Be careful with the glass tube, that's what I broke when I was cleaning it. I didn't use a syringe either though.


----------



## 2wheelsx2 (Apr 21, 2010)

Yes, the cheaper glassware is pretty delicate. I usually put it in warm water to soften the tubing up a bit first. Just use full strength bleach. And if you soak in Prime, it's a chemical reaction so either you have enough Prime or you don't. No need to wait more than a minute. However, you do want to make sure that the inside gets the prime impregnated water as it's difficult (and slow) to get inside. I usually shake it around to ensure it all gets in there. If you're concerned and it's a small tank, you can just put some prime in the tank like you did a water change.


----------



## pdoutaz (May 13, 2010)

Thanks for all the replies - I have Prime, Excel and Stability - if any one of those better then the others? I prefer to avoid bleach if possible...
PS> It's a 120 Gal so I have to treat just the diffuser.


----------



## 2wheelsx2 (Apr 21, 2010)

You can use Excel, but the bleach works best. I do it all the time in my 125 gallon without problems. After rinsing, even without Prime, the amount of Chlorine in the tank would be miniscule. Splash some Prime in a container with the diffuser and the problem is non-existent.


----------



## effox (Apr 21, 2010)

Good information people, thanks for the specifics and confirmation. Glad I didn't lead anyone a stray either


----------



## pdoutaz (May 13, 2010)

Great info - Thanks all!!

Look liked a bleach bath, then into Excel for a minute or so...


----------



## CRS Fan (Apr 21, 2010)

Since I've switched to the UpAqua CO2 Atomizer, I never have to worry about it clogging. I run it on the output of my canister and use far less CO2 than with a glass diffuser. On my 29 gallon I use 1 BPS and on my 15 gallon I run 2 bubbles every 3 seconds.

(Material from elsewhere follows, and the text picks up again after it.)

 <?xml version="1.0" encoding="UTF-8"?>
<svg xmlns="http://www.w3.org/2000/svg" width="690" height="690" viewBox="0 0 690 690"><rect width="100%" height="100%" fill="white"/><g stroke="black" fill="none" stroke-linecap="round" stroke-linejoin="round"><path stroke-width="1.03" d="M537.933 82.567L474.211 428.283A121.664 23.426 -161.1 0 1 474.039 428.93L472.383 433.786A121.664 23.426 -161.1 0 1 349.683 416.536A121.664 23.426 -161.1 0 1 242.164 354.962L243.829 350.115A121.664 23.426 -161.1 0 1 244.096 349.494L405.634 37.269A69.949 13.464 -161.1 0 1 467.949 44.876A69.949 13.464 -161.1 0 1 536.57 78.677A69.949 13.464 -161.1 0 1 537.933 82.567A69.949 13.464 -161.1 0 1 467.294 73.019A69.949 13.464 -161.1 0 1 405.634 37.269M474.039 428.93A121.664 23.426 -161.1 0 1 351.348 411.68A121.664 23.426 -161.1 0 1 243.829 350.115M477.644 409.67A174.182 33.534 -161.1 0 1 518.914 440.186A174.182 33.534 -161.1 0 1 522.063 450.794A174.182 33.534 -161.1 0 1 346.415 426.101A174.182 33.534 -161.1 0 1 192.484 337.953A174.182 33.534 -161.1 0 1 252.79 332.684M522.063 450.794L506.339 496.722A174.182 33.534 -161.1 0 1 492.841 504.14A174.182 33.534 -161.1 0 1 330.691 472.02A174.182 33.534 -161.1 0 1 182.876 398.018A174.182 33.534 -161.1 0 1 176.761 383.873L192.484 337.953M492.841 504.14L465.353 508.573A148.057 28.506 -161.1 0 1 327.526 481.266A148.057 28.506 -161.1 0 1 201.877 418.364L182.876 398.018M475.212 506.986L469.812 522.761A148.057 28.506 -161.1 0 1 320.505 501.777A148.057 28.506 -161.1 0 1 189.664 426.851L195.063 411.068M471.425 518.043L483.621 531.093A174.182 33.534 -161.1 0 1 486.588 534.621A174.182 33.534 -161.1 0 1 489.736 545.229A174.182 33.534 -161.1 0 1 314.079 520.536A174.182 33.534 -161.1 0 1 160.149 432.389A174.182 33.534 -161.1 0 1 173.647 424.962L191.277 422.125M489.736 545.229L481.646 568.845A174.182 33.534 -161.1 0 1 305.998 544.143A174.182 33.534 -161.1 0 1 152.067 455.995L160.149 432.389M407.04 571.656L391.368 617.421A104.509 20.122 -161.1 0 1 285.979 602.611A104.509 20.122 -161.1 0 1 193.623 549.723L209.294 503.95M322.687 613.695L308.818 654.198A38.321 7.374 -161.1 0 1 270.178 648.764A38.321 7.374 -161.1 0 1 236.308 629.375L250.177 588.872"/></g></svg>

Hopefully this is helpful.

Best Regards,

Stuart


----------



## effox (Apr 21, 2010)

I used the same one after the review at Tankspiration. It definitely works spectacularly!


----------



## pdoutaz (May 13, 2010)

Perhaps a stupid question, but how do I know what size to order  (your link is 12/16mm but I've seen other sizes listed) ? I'm running a Fluval FX5.
Thanks



CRS Fan said:


> Since I've switched to the UpAqua CO2 Atomizer, I never have to worry about it clogging. I run it on the output of my canister and use far less CO2 than with a glass diffuser. On my 29 gallon I use 1 BPS and on my 15 gallon I run 2 bubbles every 3 seconds.
> 
> Hopefully this is helpful.
> 
> ...


----------



## jiang604 (Apr 21, 2010)

pdoutaz said:


> Perhaps a stupid question, but how do I know what size to order  (your link is 12/16mm but I've seen other sizes listed) ? I'm running a Fluval FX5.
> Thanks


it won't work for an FX5.


----------



## CRS Fan (Apr 21, 2010)

jiang604 said:


> it won't work for an FX5.


X 2.

You could run an additional canister and hook it up to it, but an FX5 will not work. They come in 3 sizes: 8/12mm, 12/16mm, and 16/22mm if I remember correctly.

Best Regards,

Stuart


----------



## 2wheelsx2 (Apr 21, 2010)

The FX5 has 1" hose, so as Stuart says, it won't work. You can also run a closed loop water pump I guess with it, but in your case, it might be easier to plumb in a PVC reactor to the Fluval if you don't plan on using another canister.


----------



## knucklehead (Dec 27, 2013)

Just read this old thread and its good information considering I just got my diffuser a couple of days ago. Atleast I know what I need to do when the time comes and my diffuser becomes clogged.


----------